Convert Tables to HTML Activity

The Convert Tables to HTML activity enables the extraction and conversion of table data from PDF files into HTML format. This activity processes specified pages within a PDF, identifies table structures, and outputs the data as a clean HTML file.

Field Description Requirement
Pdf Name The reference name for the PDF file to be processed. Required
Table Type Specifies the structure of the table to be converted. Required
Start Page The starting page number within the PDF document for table extraction. Optional
End Page The ending page number within the PDF document for table extraction.
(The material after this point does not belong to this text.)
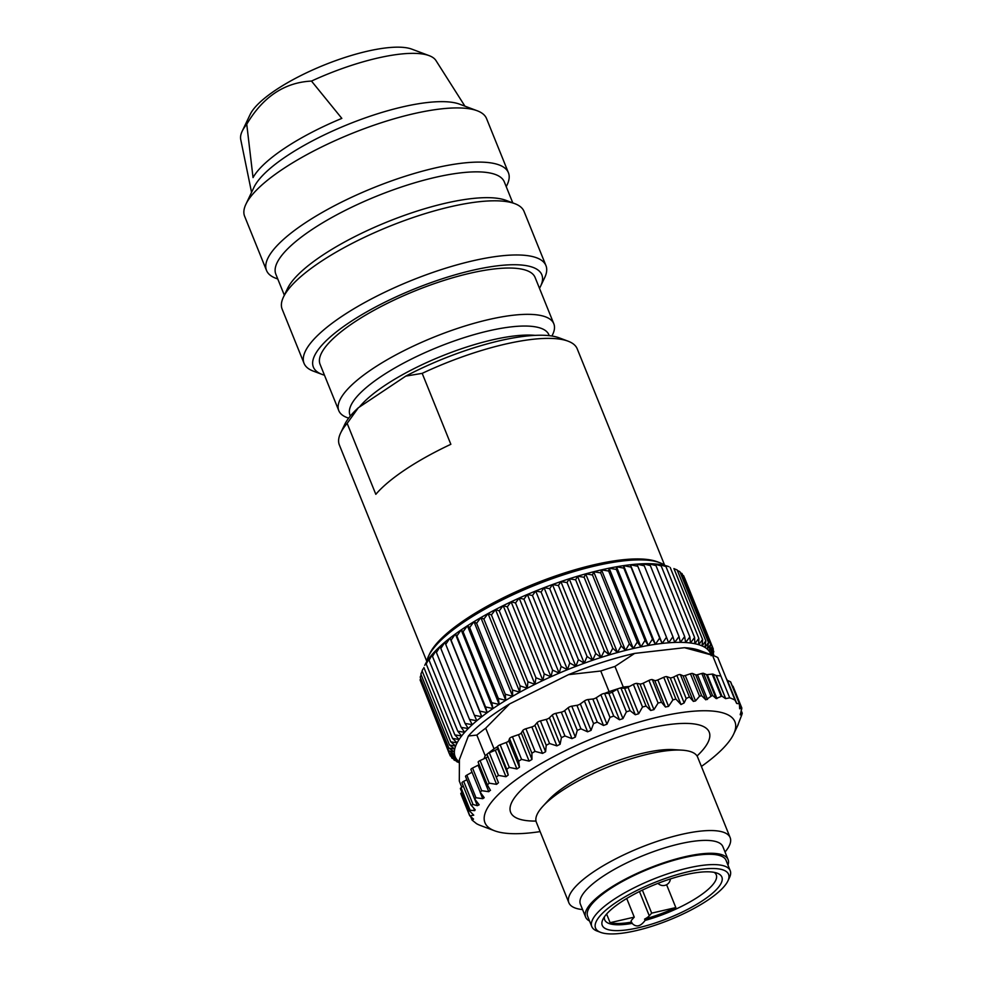 <?xml version="1.0" encoding="UTF-8"?>
<svg xmlns="http://www.w3.org/2000/svg" width="983" height="983" viewBox="0 0 983 983"><rect width="100%" height="100%" fill="white"/><g stroke="black" fill="none" stroke-linecap="round" stroke-linejoin="round"><path stroke-width="1.47" d="M713.277 655.538L713.695 654.494L713.105 655.477M712.491 655.243L713.793 651.668L711.139 655.759L713.314 649.05L710.402 653.326L712.282 646.654L709.124 651.115L710.684 644.492L707.305 649.136L708.534 642.575L704.958 647.404L705.831 640.916L702.083 645.917L702.599 639.503L698.692 644.676L698.852 638.36L694.809 643.705L694.6 637.488L690.447 642.98L689.857 636.886L685.63 642.538L684.66 636.566L680.371 642.354L679.007 636.517L674.694 642.44L672.937 636.751L668.612 642.808L666.486 637.254L662.173 643.423L659.667 638.028L655.391 644.32L652.503 639.085L648.301 645.462L645.045 640.4L640.928 646.875L637.303 641.985L633.31 648.522L629.329 643.816L625.483 650.427L621.145 645.892L617.459 652.552L612.79 648.215L609.288 654.911L604.312 650.758L601.006 657.48L595.723 653.511L592.651 660.257L587.072 656.472L584.258 663.23L578.397 659.63L575.854 666.376L569.735 662.972L567.474 669.693L561.121 666.462L559.167 673.158L552.606 670.111L550.959 676.759L544.201 673.896L542.886 680.482L535.956 677.791L534.985 684.315L527.908 681.797L527.281 688.235L520.081 685.876L519.823 692.216L512.524 690.029L512.635 696.271L505.262 694.219L505.754 700.351L498.32 698.446L499.192 704.455L491.746 702.685L492.987 708.571L485.541 706.924L487.175 712.663L479.753 711.127L481.768 716.73L474.396 715.305L476.804 720.736L469.493 719.409L472.282 724.68L465.082 723.439L468.24 728.55L461.162 727.371L464.689 732.31L457.746 731.192L461.629 735.96L454.871 734.891L459.11 739.474L452.536 738.442L457.107 742.841L450.755 741.833L455.645 746.048L449.526 745.053L454.724 749.071L448.862 748.088L454.367 751.921L448.764 750.914L454.539 754.563L449.231 753.531L455.276 756.984L450.275 755.927L456.554 759.195L451.873 758.09L458.373 761.174L454.023 760.006L459.258 762.28M710.881 654.641A137.694 38.644 158 0 0 710.402 653.326A137.694 38.644 158 0 0 709.124 651.115A137.694 38.644 158 0 0 707.305 649.136A137.694 38.644 158 0 0 704.958 647.404A137.694 38.644 158 0 0 702.083 645.917A137.694 38.644 158 0 0 698.692 644.676A137.694 38.644 158 0 0 694.809 643.705A137.694 38.644 158 0 0 690.447 642.98A137.694 38.644 158 0 0 685.63 642.538A137.694 38.644 158 0 0 680.371 642.354A137.694 38.644 158 0 0 674.694 642.44A137.694 38.644 158 0 0 668.612 642.808A137.694 38.644 158 0 0 662.173 643.423A137.694 38.644 158 0 0 655.391 644.32A137.694 38.644 158 0 0 648.301 645.462A137.694 38.644 158 0 0 640.928 646.875A137.694 38.644 158 0 0 633.31 648.522A137.694 38.644 158 0 0 625.483 650.427A137.694 38.644 158 0 0 617.459 652.552A137.694 38.644 158 0 0 609.288 654.911A137.694 38.644 158 0 0 601.006 657.48A137.694 38.644 158 0 0 592.651 660.257A137.694 38.644 158 0 0 584.258 663.23A137.694 38.644 158 0 0 575.854 666.376A137.694 38.644 158 0 0 567.474 669.693A137.694 38.644 158 0 0 559.167 673.158A137.694 38.644 158 0 0 550.959 676.759A137.694 38.644 158 0 0 542.886 680.482A137.694 38.644 158 0 0 534.985 684.315A137.694 38.644 158 0 0 527.281 688.235A137.694 38.644 158 0 0 519.823 692.216A137.694 38.644 158 0 0 512.635 696.271A137.694 38.644 158 0 0 505.754 700.351A137.694 38.644 158 0 0 499.192 704.455A137.694 38.644 158 0 0 492.987 708.571A137.694 38.644 158 0 0 487.175 712.663A137.694 38.644 158 0 0 481.768 716.73A137.694 38.644 158 0 0 476.804 720.736A137.694 38.644 158 0 0 472.282 724.68A137.694 38.644 158 0 0 468.24 728.55A137.694 38.644 158 0 0 464.689 732.31A137.694 38.644 158 0 0 461.629 735.96A137.694 38.644 158 0 0 459.11 739.474A137.694 38.644 158 0 0 457.107 742.841A137.694 38.644 158 0 0 455.645 746.048A137.694 38.644 158 0 0 454.724 749.071A137.694 38.644 158 0 0 454.367 751.921A137.694 38.644 158 0 0 454.539 754.563A137.694 38.644 158 0 0 455.276 756.984A137.694 38.644 158 0 0 456.554 759.195A137.694 38.644 158 0 0 458.373 761.174A137.694 38.644 158 0 0 459.27 761.911M682.694 575.227L683.615 575.706L712.282 646.654M680.31 572.733L682.018 573.556L710.684 644.492M677.41 570.545L679.867 571.639L708.534 642.575M673.994 568.69L677.164 569.968L705.831 640.916M666.904 565.999A137.694 38.644 -22 0 1 668.907 566.675L666.904 565.999A137.694 38.644 -22 0 0 663.021 565.016L666.904 565.999M658.659 564.303A137.694 38.644 -22 0 1 663.021 565.016L665.933 566.54L658.659 564.303A137.694 38.644 -22 0 0 653.842 563.861L661.19 565.95L658.659 564.303M648.583 563.677A137.694 38.644 -22 0 1 653.842 563.861L655.993 565.618L648.583 563.677A137.694 38.644 -22 0 0 642.894 563.763L650.341 565.569L648.583 563.677M636.824 564.119A137.694 38.644 -22 0 1 642.894 563.763L644.283 565.803L636.824 564.119A137.694 38.644 -22 0 0 630.386 564.746L637.82 566.306L636.824 564.119M623.603 565.63A137.694 38.644 -22 0 1 630.386 564.746L631 567.093L623.603 565.63A137.694 38.644 -22 0 0 616.513 566.786L623.836 568.137L623.603 565.63L655.391 644.32M609.141 568.186A137.694 38.644 -22 0 1 616.513 566.786L616.378 569.464L609.141 568.186A137.694 38.644 -22 0 0 601.522 569.845L608.637 571.037L609.141 568.186L640.928 646.875M593.683 571.737A137.694 38.644 -22 0 1 601.522 569.845L600.662 572.868L593.683 571.737A137.694 38.644 -22 0 0 585.671 573.875L592.479 574.957L593.683 571.737L625.483 650.427M577.5 576.222A137.694 38.644 -22 0 1 585.671 573.875L584.135 577.267L577.5 576.222A137.694 38.644 -22 0 0 569.218 578.803L575.645 579.81L577.5 576.222L609.288 654.911M560.863 581.58A137.694 38.644 -22 0 1 569.218 578.803L567.056 582.575L560.863 581.58A137.694 38.644 -22 0 0 552.471 584.541L558.405 585.536L560.863 581.58L592.651 660.257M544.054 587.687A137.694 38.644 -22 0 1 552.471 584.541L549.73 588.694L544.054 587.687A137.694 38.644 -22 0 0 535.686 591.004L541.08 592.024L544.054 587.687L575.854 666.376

Optional
Maximum Font Size The maximum font size to consider during table detection. Optional
Ignore Line Count The number of initial lines from the start page to exclude from the HTML output. Optional
Output Path The full directory path and filename for the generated HTML file. Required

Action Types & Examples

BASIC

  • Format: String
  • Example Result: "BASIC"

COMPLEX

  • Format: String
  • Example Result: "COMPLEX"

STRIPLESS

  • Format: String
  • Example Result: "STRIPLESS"

Implementation Examples

Field Setup - Pdf Name: ${RobustaPdf} - Table Type: BASIC - Start Page: 1 - End Page: 1 - Output Path: C:\Robusta\robusta.html

Execution Parameters - Pdf Name: ${RobustaPdf} - Table Type: BASIC - Start Page: 1 - End Page: 1 - Output Path: C:\Robusta\robusta.html

Technical Notes

Strikethrough lines may occur when the BASIC table type is selected. If this situation is not desired, the table type should be changed to COMPLEX.